WHAT THIS TASK INVOLVES:
State, as a single number, how many lines in the data below contain "fill".

DATASET:
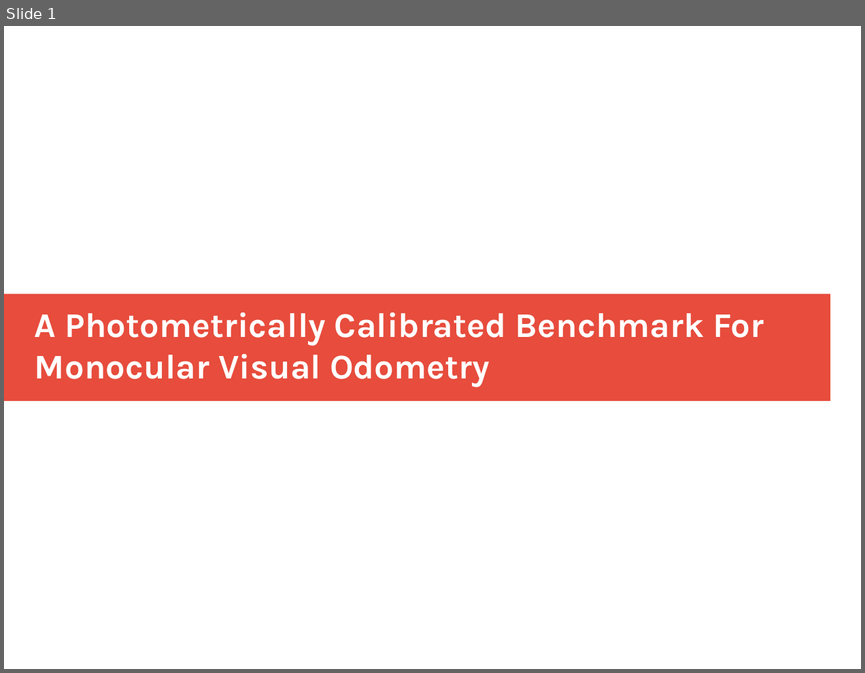
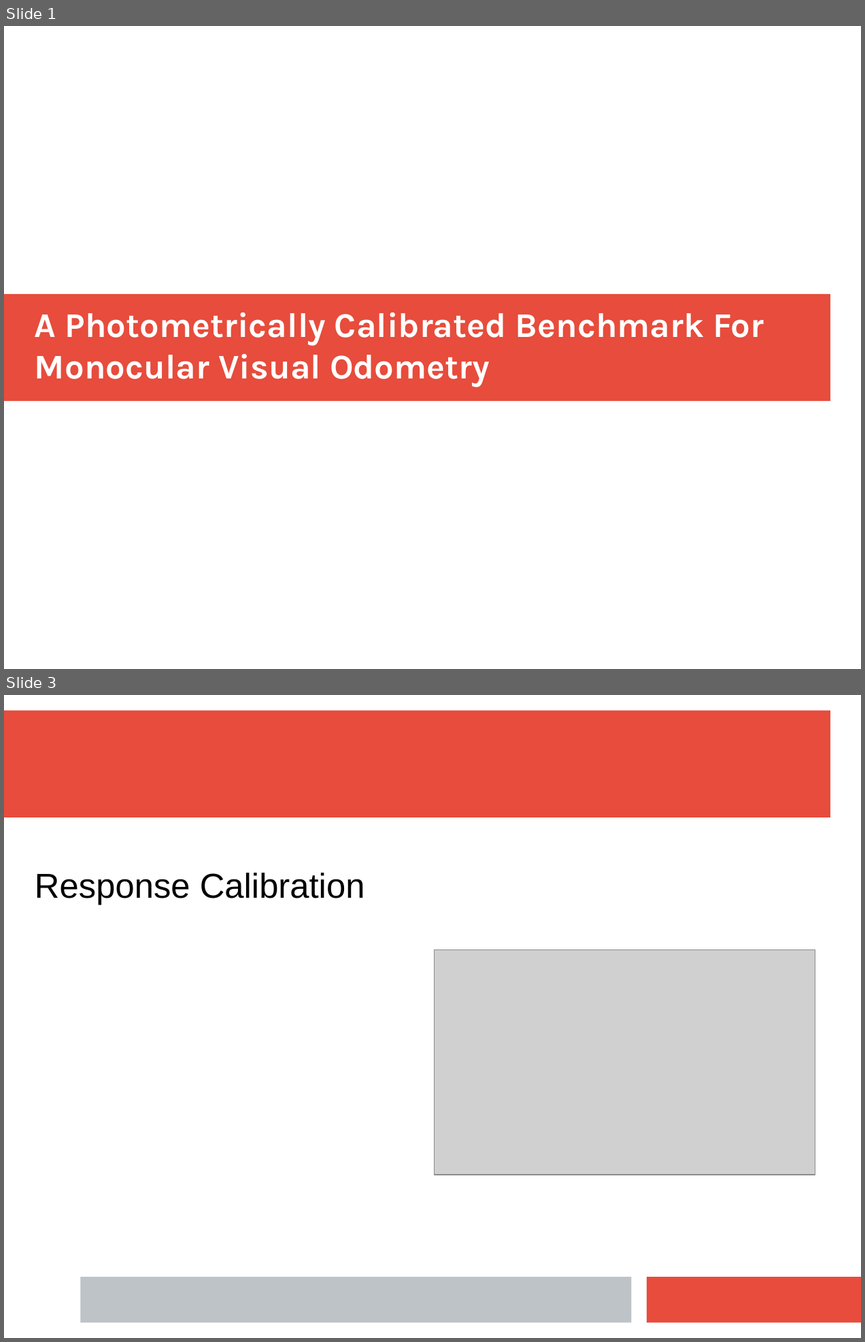
Before and after one commit to joelogg/Imagenes, a slide deck: 08-02-18/T2_Diapositivas.pptx. Shown one above the other, each under a label of ours: slide 1 before the commit, slides 1 and 3 after it; the slides between them are not shown. The pictures are 865x673 and 865x1342 pixels, drawn with LibreOffice and Linux fonts; fonts in the diff are those of the drawing; grey boxes stand for pictures. Boxes give left, top, right and bottom in pixels: in the first picture for what was removed or moved away, otherwise in the second. Text is boxed around its words. In the diff, an @@ line names an element or a change of style, - is before the commit and + after.

```diff
--- a/08-02-18/T2_Diapositivas.pptx
+++ b/08-02-18/T2_Diapositivas.pptx
@@ slide 3 added at [4, 695, 861, 1338], background #FFFFFF @@
@@ rectangle added at [4, 711, 830, 818], fill #E74C3C @@
@@ text added at [35, 872, 365, 904], 32 pt, text #000000 @@
+Response Calibration
@@ picture added at [434, 950, 816, 1174] @@
@@ rectangle added at [80, 1276, 632, 1323], fill #BDC3C7 @@
@@ rectangle added at [647, 1276, 861, 1323], fill #E74C3C @@
```
Also in this commit, not shown: 5 other slides added, 1 slide removed, 2 other files.
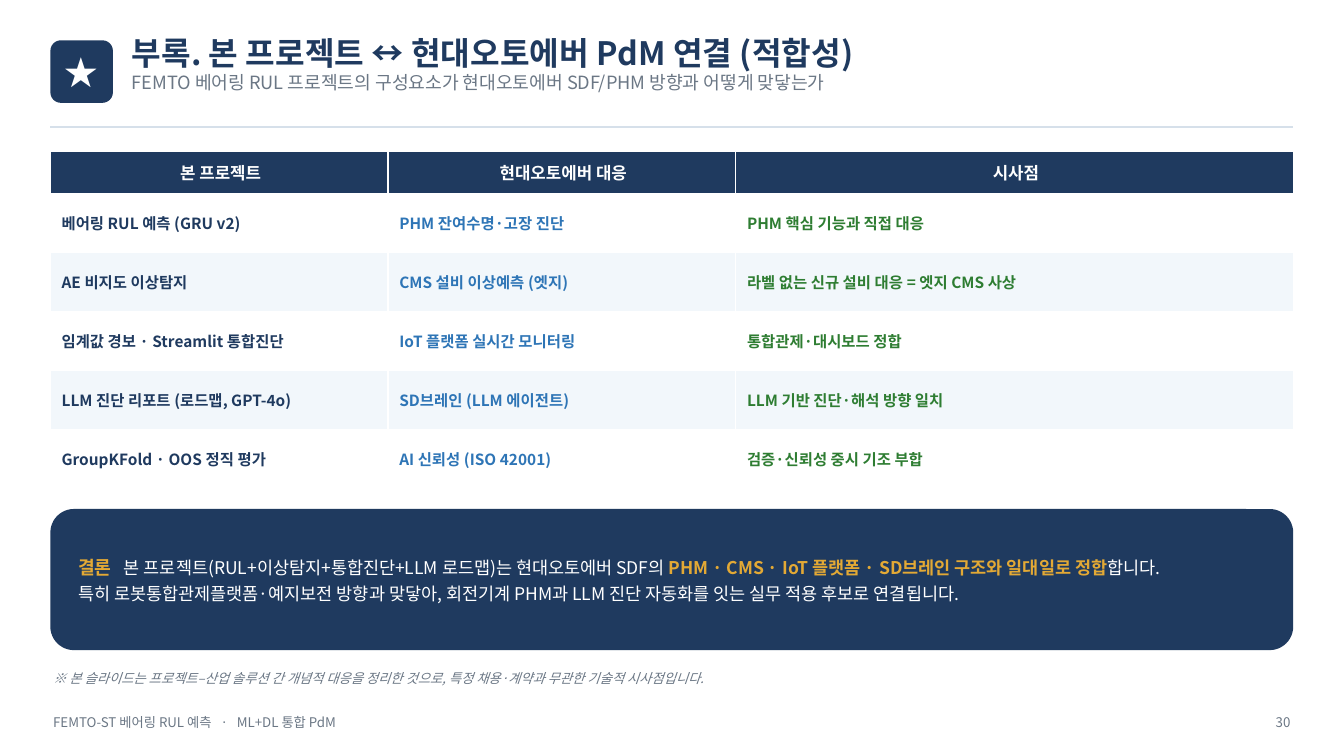
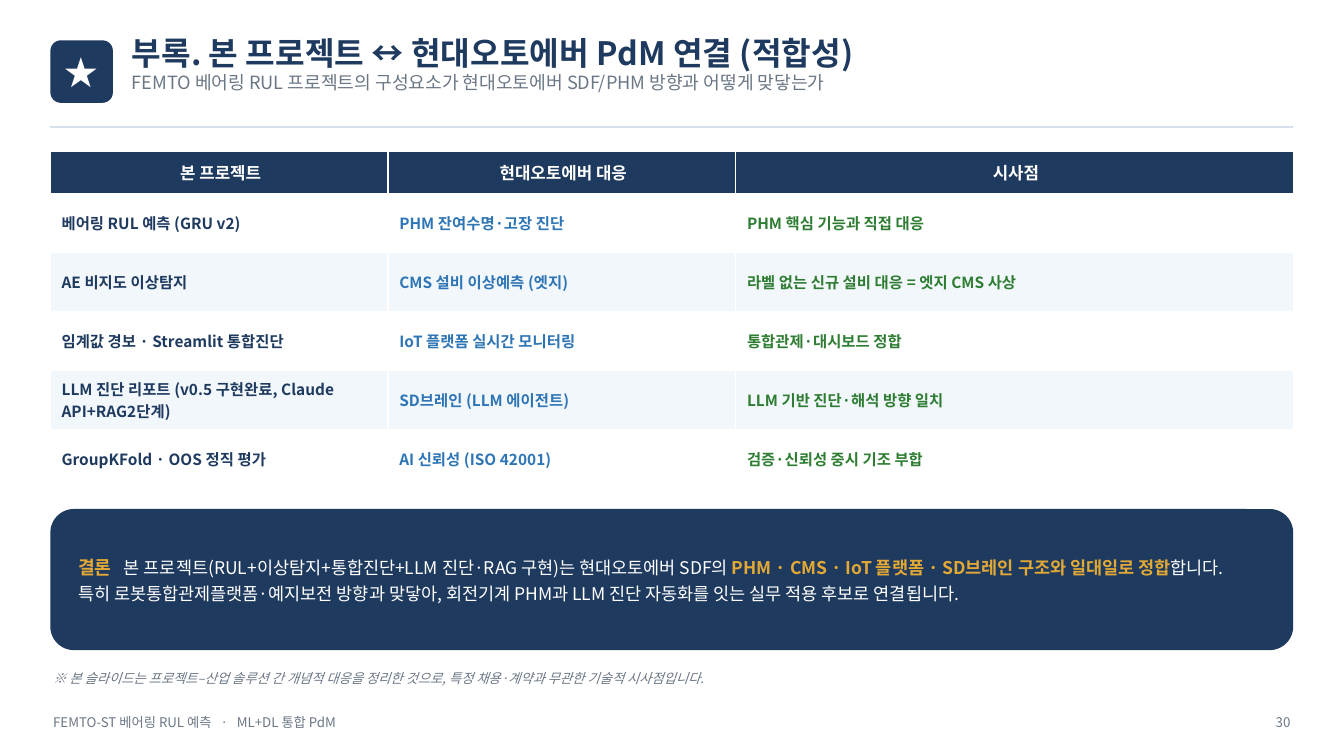
Before and after one commit to vapsnamheo-dev/AISOURCE, a slide deck: slide 32 of Homework/LLM_FactoryAutomation/산출물/허남_LLM프로젝트(산업 추가).pptx. Drawn at 1344x756 pixels with LibreOffice and Linux fonts; fonts in the diff are those of the drawing. Boxes give left, top, right and bottom in pixels: in the first picture for what was removed or moved away, otherwise in the second. Text is boxed around its words. In the diff, an @@ line names an element or a change of style, - is before the commit and + after.

```diff
--- a/Homework/LLM_FactoryAutomation/산출물/허남_LLM프로젝트(산업 추가).pptx
+++ b/Homework/LLM_FactoryAutomation/산출물/허남_LLM프로젝트(산업 추가).pptx
@@ table at box(50, 151, 1294, 489) @@
-row 5, column 1: LLM 진단 리포트 (로드맵, GPT-4o)
+row 5, column 1: LLM 진단 리포트 (v0.5 구현완료, Claude API+RAG2단계)
@@ text in rounded rectangle at box(78, 558, 1223, 578): text changed @@
-결론 본 프로젝트(RUL+이상탐지+통합진단+LLM 로드맵)는 현대오토에버 SDF의 PHM · CMS · IoT 플랫폼 · SD브레인 구조와 일대일로 정합합니다.
+결론 본 프로젝트(RUL+이상탐지+통합진단+LLM 진단·RAG 구현)는 현대오토에버 SDF의 PHM · CMS · IoT 플랫폼 · SD브레인 구조와 일대일로 정합합니다.
```
Also in this commit, not shown: 2 other slides changed, 1 slide added, 1 other file.

SOLUTION:
3